We’re at a critical juncture in the Ospreys’ evolution, and he knows it’s key they get it right because, “people are demanding more from their disposable income, because they can always ‘swipe left’ and get gratification another way.”

Of the two likely destinations – The Brewery Field, and Swansea’s St Helens – he doesn’t have a preference but says Wales’s wet and windy climate makes an indoor training barn an absolute necessity. The way this Ospreys team is trying to play means “you can’t have a stadium with open ends, because if you want be that team, we’ll go back to being Sarries five years ago and kick and chase everything.”

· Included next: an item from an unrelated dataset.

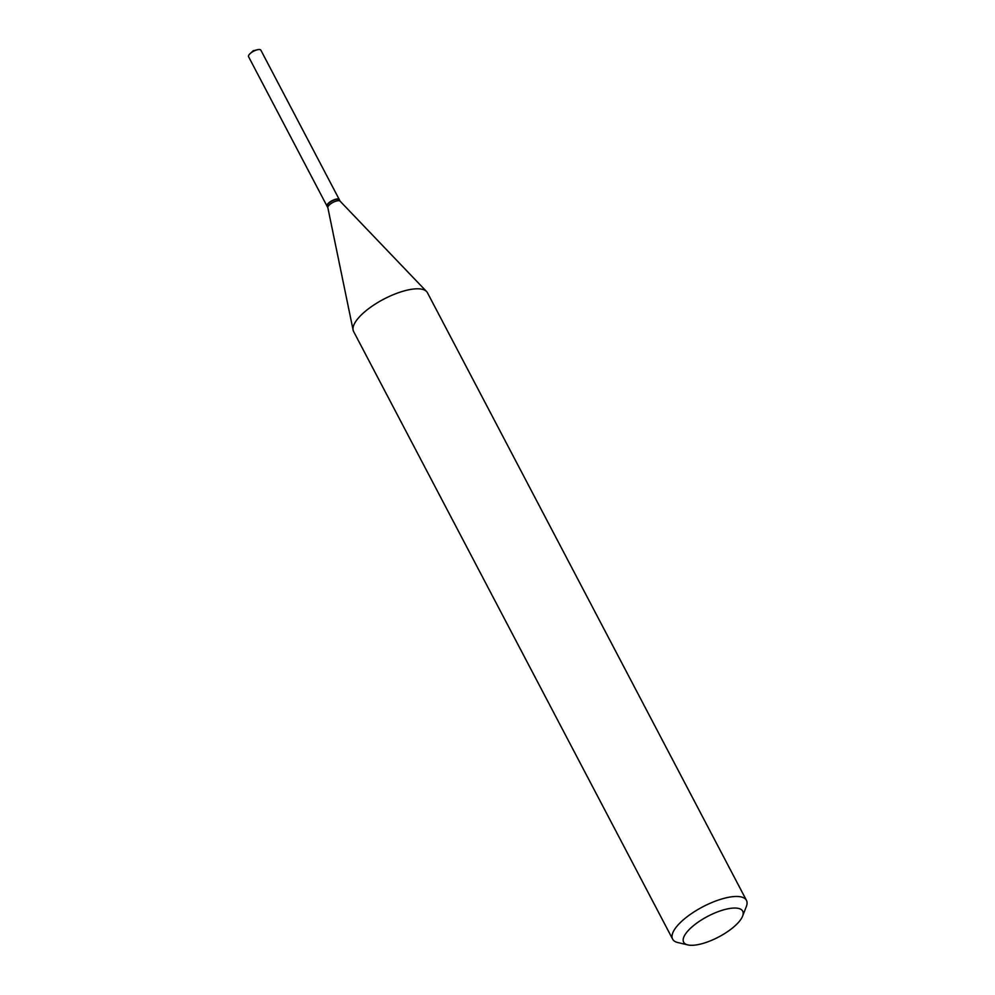 <?xml version="1.0" encoding="UTF-8"?>
<svg xmlns="http://www.w3.org/2000/svg" width="995" height="995" viewBox="0 0 995 995"><rect width="100%" height="100%" fill="white"/><g stroke="black" fill="none" stroke-linecap="round" stroke-linejoin="round"><path stroke-width="1.49" d="M339.37 199.759A6.953 2.438 152.3 0 0 339.307 199.597L260.864 50.173A6.953 2.438 152.3 0 0 257.469 49.75A6.953 2.438 152.3 0 0 250.715 53.096A6.953 2.438 152.3 0 0 250.118 53.618A6.953 2.438 152.3 0 0 248.539 56.64L326.994 206.064A6.953 2.438 152.3 0 0 327.081 206.201M339.307 199.597A6.953 2.438 152.3 0 0 329.171 202.52A6.953 2.438 152.3 0 0 326.994 206.064M338.362 199.274A6.604 2.313 152.3 0 0 338.163 199.224A6.604 2.313 152.3 0 0 337.728 199.149A6.604 2.313 152.3 0 0 331.708 200.978A6.604 2.313 152.3 0 0 327.33 204.908A6.604 2.313 152.3 0 0 327.255 205.107M340.166 201.251L339.457 199.895A6.953 2.438 152.3 0 0 338.586 199.323A6.953 2.438 152.3 0 0 338.138 199.249A6.953 2.438 152.3 0 0 331.795 201.177A6.953 2.438 152.3 0 0 327.168 205.318A6.953 2.438 152.3 0 0 327.144 206.363L327.853 207.719M690.02 945.25A33.345 11.679 152.3 0 0 720.43 936.034A33.345 11.679 152.3 0 0 742.593 916.159A33.345 11.679 152.3 0 0 736.337 908.099A33.345 11.679 152.3 0 0 695.555 924.019A33.345 11.679 152.3 0 0 687.819 944.914A33.345 11.679 152.3 0 0 690.02 945.25M742.593 916.159L746.312 906.619A41.691 14.602 152.3 0 0 746.461 900.375A41.691 14.602 152.3 0 0 738.501 896.545A41.691 14.602 152.3 0 0 693.702 912.116A41.691 14.602 152.3 0 0 672.632 939.143A41.691 14.602 152.3 0 0 677.844 942.563L687.819 944.914M746.461 900.375L427.427 292.717A41.691 14.602 152.3 0 0 426.556 291.523A41.691 14.602 152.3 0 0 419.467 288.873A41.691 14.602 152.3 0 0 376.396 303.363A41.691 14.602 152.3 0 0 353.113 330.079A41.691 14.602 152.3 0 0 353.598 331.472L672.632 939.143M340.228 201.351A6.953 2.438 152.3 0 0 340.079 201.152A6.953 2.438 152.3 0 0 338.897 200.716A6.953 2.438 152.3 0 0 331.721 203.129A6.953 2.438 152.3 0 0 327.828 207.594A6.953 2.438 152.3 0 0 327.915 207.818M257.469 49.75L253.29 50.72L250.118 53.618M340.079 201.152L426.556 291.523M327.828 207.594L353.113 330.079"/></g></svg>

That the style of play is a factor will be music to the ears of Ospreys fans desperate to see the ball in the hands of their attacking weapons more often. “We’re not as big as the others (in the league) so we we’ve worked out that we need to play fast. We don’t generally lose games where ball in play gets above 38, 39 mins, so we’ve had to tailor our approach to keep ball in play time high. The modern game is about how you load the dice in your favour, and your selections have to reflect that.”

As he drains the last of his coffee, Booth circles back to an earlier theme. That of co-operation. It’s often said that Wales’s size is both a strength and a weakness. He believes the former to be true. If the regions are part of a bigger ecosystem, doesn’t it make sense for them to co-operate? They’ll always be fierce rivals on the pitch, but off it, they can help each other out. “We’re training against each other these days, we’re sharing IP, we’ll text each other when we win games against other opposition. That would never have happened before” he declares. “I’m an open book, anyone can come in and watch us train. You can have my playbook if you want, but you still have to figure out a way to beat us.”